What the task requires:
Take the lines below beginning at the line that has "half_width = crown_diameter" and stopping after the line that has "inner = bore_radius - groove_overlap", and print them exactly as they are, with no other lines.

Entries supplied:
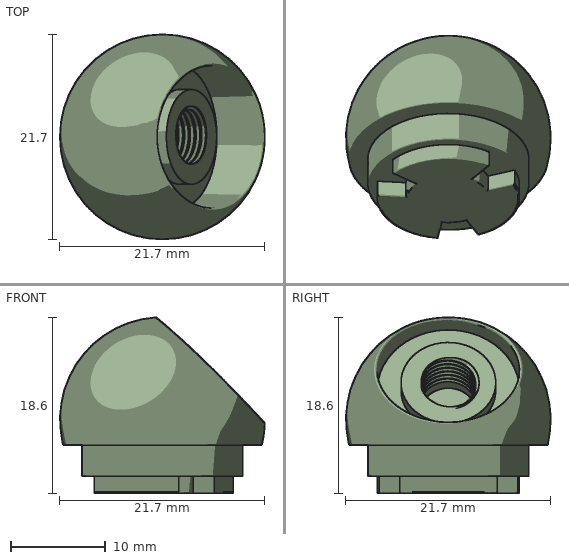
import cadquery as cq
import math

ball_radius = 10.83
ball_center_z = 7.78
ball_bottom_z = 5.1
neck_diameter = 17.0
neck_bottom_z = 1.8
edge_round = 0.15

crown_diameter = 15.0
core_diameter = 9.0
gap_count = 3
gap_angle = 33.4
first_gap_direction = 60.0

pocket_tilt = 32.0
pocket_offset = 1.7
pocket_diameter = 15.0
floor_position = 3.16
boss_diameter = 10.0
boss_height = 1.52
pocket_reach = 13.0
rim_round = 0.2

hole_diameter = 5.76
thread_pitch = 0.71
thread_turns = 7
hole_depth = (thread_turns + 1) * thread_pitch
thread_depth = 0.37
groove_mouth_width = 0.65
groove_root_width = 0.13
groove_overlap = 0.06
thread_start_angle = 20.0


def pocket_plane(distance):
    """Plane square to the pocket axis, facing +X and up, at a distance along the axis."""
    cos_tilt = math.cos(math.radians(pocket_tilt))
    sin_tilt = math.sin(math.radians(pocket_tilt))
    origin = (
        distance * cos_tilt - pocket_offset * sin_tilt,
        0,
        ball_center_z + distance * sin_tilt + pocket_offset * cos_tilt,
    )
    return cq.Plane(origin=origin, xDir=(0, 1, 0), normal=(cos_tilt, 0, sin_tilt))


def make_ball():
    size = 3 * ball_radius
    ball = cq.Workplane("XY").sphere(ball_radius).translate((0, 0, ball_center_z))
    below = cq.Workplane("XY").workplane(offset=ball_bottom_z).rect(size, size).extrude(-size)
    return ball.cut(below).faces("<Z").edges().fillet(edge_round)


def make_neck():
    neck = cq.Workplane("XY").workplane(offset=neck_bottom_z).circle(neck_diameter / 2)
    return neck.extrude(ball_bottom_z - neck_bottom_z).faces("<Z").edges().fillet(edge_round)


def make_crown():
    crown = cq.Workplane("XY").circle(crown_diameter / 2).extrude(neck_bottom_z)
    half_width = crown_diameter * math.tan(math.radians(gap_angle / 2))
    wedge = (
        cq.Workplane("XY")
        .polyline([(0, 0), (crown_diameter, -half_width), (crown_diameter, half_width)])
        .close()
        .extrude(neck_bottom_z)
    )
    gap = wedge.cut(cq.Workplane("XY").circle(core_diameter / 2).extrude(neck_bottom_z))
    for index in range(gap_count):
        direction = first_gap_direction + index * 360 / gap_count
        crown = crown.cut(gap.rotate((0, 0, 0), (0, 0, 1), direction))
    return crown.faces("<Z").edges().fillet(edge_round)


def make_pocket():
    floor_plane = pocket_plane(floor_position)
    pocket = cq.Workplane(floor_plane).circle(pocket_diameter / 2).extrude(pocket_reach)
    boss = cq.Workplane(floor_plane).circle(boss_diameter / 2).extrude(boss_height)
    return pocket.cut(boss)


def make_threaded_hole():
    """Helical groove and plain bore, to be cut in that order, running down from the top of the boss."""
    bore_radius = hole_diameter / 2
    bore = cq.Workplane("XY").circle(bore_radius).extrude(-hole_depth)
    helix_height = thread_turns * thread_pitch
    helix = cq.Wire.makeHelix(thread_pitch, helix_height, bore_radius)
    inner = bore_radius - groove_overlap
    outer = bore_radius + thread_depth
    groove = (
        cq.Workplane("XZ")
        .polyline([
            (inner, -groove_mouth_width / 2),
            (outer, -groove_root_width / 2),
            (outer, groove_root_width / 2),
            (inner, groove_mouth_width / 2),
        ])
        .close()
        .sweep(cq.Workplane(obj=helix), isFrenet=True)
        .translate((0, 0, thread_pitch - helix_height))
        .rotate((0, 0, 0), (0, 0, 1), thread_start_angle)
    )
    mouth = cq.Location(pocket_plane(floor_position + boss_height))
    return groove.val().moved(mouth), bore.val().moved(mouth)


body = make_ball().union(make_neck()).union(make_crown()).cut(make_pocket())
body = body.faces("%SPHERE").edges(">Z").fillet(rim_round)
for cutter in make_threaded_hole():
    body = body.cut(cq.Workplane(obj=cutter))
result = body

Your solution:
    half_width = crown_diameter * math.tan(math.radians(gap_angle / 2))
    wedge = (
        cq.Workplane("XY")
        .polyline([(0, 0), (crown_diameter, -half_width), (crown_diameter, half_width)])
        .close()
        .extrude(neck_bottom_z)
    )
    gap = wedge.cut(cq.Workplane("XY").circle(core_diameter / 2).extrude(neck_bottom_z))
    for index in range(gap_count):
        direction = first_gap_direction + index * 360 / gap_count
        crown = crown.cut(gap.rotate((0, 0, 0), (0, 0, 1), direction))
    return crown.faces("<Z").edges().fillet(edge_round)


def make_pocket():
    floor_plane = pocket_plane(floor_position)
    pocket = cq.Workplane(floor_plane).circle(pocket_diameter / 2).extrude(pocket_reach)
    boss = cq.Workplane(floor_plane).circle(boss_diameter / 2).extrude(boss_height)
    return pocket.cut(boss)


def make_threaded_hole():
    """Helical groove and plain bore, to be cut in that order, running down from the top of the boss."""
    bore_radius = hole_diameter / 2
    bore = cq.Workplane("XY").circle(bore_radius).extrude(-hole_depth)
    helix_height = thread_turns * thread_pitch
    helix = cq.Wire.makeHelix(thread_pitch, helix_height, bore_radius)
    inner = bore_radius - groove_overlap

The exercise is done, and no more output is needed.